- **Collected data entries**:
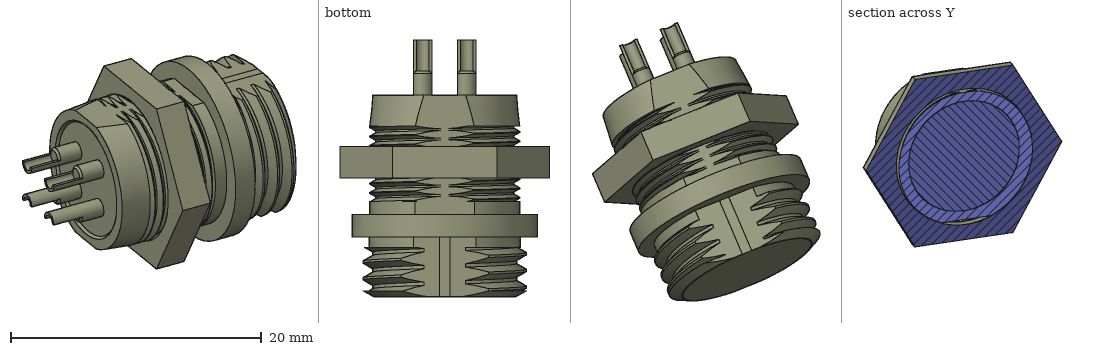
import cadquery as cq
import math


front_chamfer_end = 0.5
front_thread_end = 3.95
flange_front = 4.78
flange_back = 6.58
rear_thread_start = 7.63
nut_front = 9.47
nut_back = 12.01
rear_thread_end = 13.63
housing_back = 16.1
pin_shoulder = 17.84
pin_tip = 20.5

flats_apart = 11.03
flange_diameter = 14.8
front_face_diameter = 11.28
front_neck_diameter = 12.1
rear_neck_diameter = 12.0
back_face_diameter = 11.52

thread_overcut = 0.01
flank_angle = math.radians(30)
front_thread_diameter = 13.05
front_root_diameter = 11.52
front_pitch = 1.33
front_root_width = 0.27
front_groove_depth_at_top = 1.78
rear_thread_diameter = rear_neck_diameter
rear_root_diameter = 11.05
rear_pitch = 0.75
rear_root_width = 0.15
rear_groove_depth_at_top = 7.73

insert_strip_width = 0.8
plug_diameter = math.hypot(flats_apart, insert_strip_width)
insert_diameter = 9.4
insert_recess = 0.2
recess_mouth_diameter = 9.8

nut_across_corners = 16.75
nut_minor_diameter = 11.52
nut_mouth_diameter = 12.1

pin_diameter = 1.5
pin_spacing = 3.5
cup_diameter = 1.0
shoulder_chamfer = 0.18


def at_depth(depth):
    """Workplane across the axis at a depth; its local y is Z and it extrudes toward -Y."""
    return cq.Workplane("XZ", origin=(0, -depth, 0))


def rod(diameter, start, end):
    """Plain cylinder on the axis between two depths."""
    return at_depth(start).circle(diameter / 2).extrude(end - start)


def cone(start_diameter, end_diameter, start, end):
    """Truncated cone on the axis between two depths."""
    outline = [(0, -start), (start_diameter / 2, -start), (end_diameter / 2, -end), (0, -end)]
    return cq.Workplane("XY").polyline(outline).close().revolve(360, (0, 0, 0), (0, 1, 0))


def between_flats(body):
    """Trim a body to the two flats that face up and down."""
    slab = at_depth(0).rect(flange_diameter, flats_apart).extrude(housing_back)
    return body.intersect(slab)


def cut_thread(blank, outer_diameter, root_diameter, pitch, root_width, depth_at_top, start, end):
    """Cut a right-handed helical groove into a cylinder between two depths, one turn at a time."""
    root_radius = root_diameter / 2
    mouth_radius = outer_diameter / 2 + thread_overcut
    root_half = root_width / 2
    mouth_half = root_half + (mouth_radius - root_radius) * math.tan(flank_angle)

    profile = [
        (root_radius, -root_half),
        (mouth_radius, -mouth_half),
        (mouth_radius, mouth_half),
        (root_radius, root_half),
    ]
    helix = cq.Workplane(cq.Wire.makeHelix(pitch, pitch, root_radius))
    turn = cq.Workplane("XZ").polyline(profile).close().sweep(helix, isFrenet=True)
    turn = turn.rotate((0, 0, 0), (1, 0, 0), 90)

    depth_at_side = depth_at_top - pitch / 4
    first_turn = math.floor((start - mouth_half - depth_at_side) / pitch)
    last_turn = math.floor((end + mouth_half - depth_at_side) / pitch)
    for index in range(first_turn, last_turn + 1):
        blank = blank.cut(turn.translate((0, -depth_at_side - index * pitch, 0)))
    return blank


def cut_front_thread(blank, start, end):
    return cut_thread(
        blank, front_thread_diameter, front_root_diameter, front_pitch, front_root_width,
        front_groove_depth_at_top, start, end,
    )


def cut_rear_thread(blank, start, end):
    return cut_thread(
        blank, rear_thread_diameter, rear_root_diameter, rear_pitch, rear_root_width,
        rear_groove_depth_at_top, start, end,
    )


def make_housing():
    front_blank = between_flats(rod(front_thread_diameter, front_chamfer_end, front_thread_end))
    rear_blank = between_flats(rod(rear_thread_diameter, rear_thread_start, rear_thread_end))
    front_neck = rod(front_neck_diameter, front_thread_end, flange_back)
    rear_neck = rod(rear_neck_diameter, flange_back, rear_thread_start)
    nose = cone(front_face_diameter, front_thread_diameter, 0, front_chamfer_end)
    tail = cone(rear_thread_diameter, back_face_diameter, rear_thread_end, housing_back)
    body = (
        between_flats(front_neck.union(rear_neck))
        .union(rod(flange_diameter, flange_front, flange_back))
        .union(between_flats(nose))
        .union(between_flats(tail))
        .union(cut_front_thread(front_blank, front_chamfer_end, front_thread_end))
        .union(cut_rear_thread(rear_blank, rear_thread_start, rear_thread_end))
    )

    plug_bore = rod(plug_diameter, 0, flange_back)
    rear_bore = rod(insert_diameter, flange_back, housing_back)
    recess_mouth = cone(insert_diameter, recess_mouth_diameter, housing_back - insert_recess, housing_back)
    return body.cut(plug_bore).cut(rear_bore).cut(recess_mouth)


def make_insert():
    front_plug = between_flats(rod(plug_diameter, 0, flange_front))
    inner_plug = rod(plug_diameter, flange_front, flange_back)
    rear_plug = rod(insert_diameter, flange_back, housing_back - insert_recess)
    return front_plug.union(inner_plug).union(rear_plug)


def make_nut():
    """Hexagon nut whose thread fits into the groove of the housing's rear thread."""
    blank = at_depth(nut_front).polygon(6, nut_across_corners).extrude(nut_back - nut_front)
    blank = blank.cut(rod(nut_minor_diameter, nut_front, nut_back))
    lead_in_start = nut_back - (nut_mouth_diameter - nut_minor_diameter) / 2
    blank = blank.cut(cone(nut_minor_diameter, nut_mouth_diameter, lead_in_start, nut_back))
    bolt = rod(rear_thread_diameter, nut_front, nut_back)
    return blank.cut(cut_rear_thread(bolt, nut_front, nut_back))


def make_pin(x, z):
    """Solder pin with a half-open cup that faces away from the connector's axis."""
    start = housing_back - insert_recess
    shoulder_end = pin_shoulder + shoulder_chamfer
    shank = rod(pin_diameter, start, pin_shoulder)
    shoulder = cone(pin_diameter, pin_diameter - 2 * shoulder_chamfer, pin_shoulder, shoulder_end)
    lower_half = at_depth(pin_shoulder).center(0, -pin_diameter / 2)
    lower_half = lower_half.rect(pin_diameter, pin_diameter).extrude(pin_tip - pin_shoulder)
    trough = rod(pin_diameter, pin_shoulder, pin_tip).intersect(lower_half)
    trough = trough.cut(rod(cup_diameter, shoulder_end, pin_tip))
    pin = shank.union(shoulder).union(trough)
    if z < 0:
        pin = pin.rotate((0, 0, 0), (0, 1, 0), 180)
    return pin.translate((x, 0, z))


housing = make_housing()
insert = make_insert()
nut = make_nut()

pins = []
for x in (-pin_spacing / 2, pin_spacing / 2):
    for z in (-pin_spacing / 2, pin_spacing / 2):
        pins.append(make_pin(x, z).val())

result = cq.Compound.makeCompound([housing.val(), insert.val(), nut.val(), *pins])

- **DESCRIPTION OF THE TASK**: Begin with the line that contains "shank = rod(pin_diameter, start, pin_shoulder)" and set down each line exactly until the records above end, including the final line.

- **REPLY**:
    shank = rod(pin_diameter, start, pin_shoulder)
    shoulder = cone(pin_diameter, pin_diameter - 2 * shoulder_chamfer, pin_shoulder, shoulder_end)
    lower_half = at_depth(pin_shoulder).center(0, -pin_diameter / 2)
    lower_half = lower_half.rect(pin_diameter, pin_diameter).extrude(pin_tip - pin_shoulder)
    trough = rod(pin_diameter, pin_shoulder, pin_tip).intersect(lower_half)
    trough = trough.cut(rod(cup_diameter, shoulder_end, pin_tip))
    pin = shank.union(shoulder).union(trough)
    if z < 0:
        pin = pin.rotate((0, 0, 0), (0, 1, 0), 180)
    return pin.translate((x, 0, z))


housing = make_housing()
insert = make_insert()
nut = make_nut()

pins = []
for x in (-pin_spacing / 2, pin_spacing / 2):
    for z in (-pin_spacing / 2, pin_spacing / 2):
        pins.append(make_pin(x, z).val())

result = cq.Compound.makeCompound([housing.val(), insert.val(), nut.val(), *pins])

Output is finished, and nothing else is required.